(Saved data entries)
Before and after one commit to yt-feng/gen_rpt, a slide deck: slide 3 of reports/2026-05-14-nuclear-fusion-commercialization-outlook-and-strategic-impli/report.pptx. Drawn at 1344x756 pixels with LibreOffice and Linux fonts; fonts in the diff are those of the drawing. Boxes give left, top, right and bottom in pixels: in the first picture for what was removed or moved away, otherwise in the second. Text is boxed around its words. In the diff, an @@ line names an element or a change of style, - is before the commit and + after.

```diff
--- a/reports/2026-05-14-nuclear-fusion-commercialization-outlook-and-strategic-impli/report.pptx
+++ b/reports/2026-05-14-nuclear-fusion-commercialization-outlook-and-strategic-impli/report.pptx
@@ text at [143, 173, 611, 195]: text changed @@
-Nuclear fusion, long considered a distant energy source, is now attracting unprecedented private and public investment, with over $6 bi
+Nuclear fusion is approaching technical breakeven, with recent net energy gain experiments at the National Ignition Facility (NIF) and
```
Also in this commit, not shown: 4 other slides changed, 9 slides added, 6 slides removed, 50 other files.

--- EXERCISE BRIEF ---
Search the records for the string "changed" and, wherever a line contains it, please copy that line.

--- REPLY TO THE EXERCISE ---
@@ text at [143, 173, 611, 195]: text changed @@
Also in this commit, not shown: 4 other slides changed, 9 slides added, 6 slides removed, 50 other files.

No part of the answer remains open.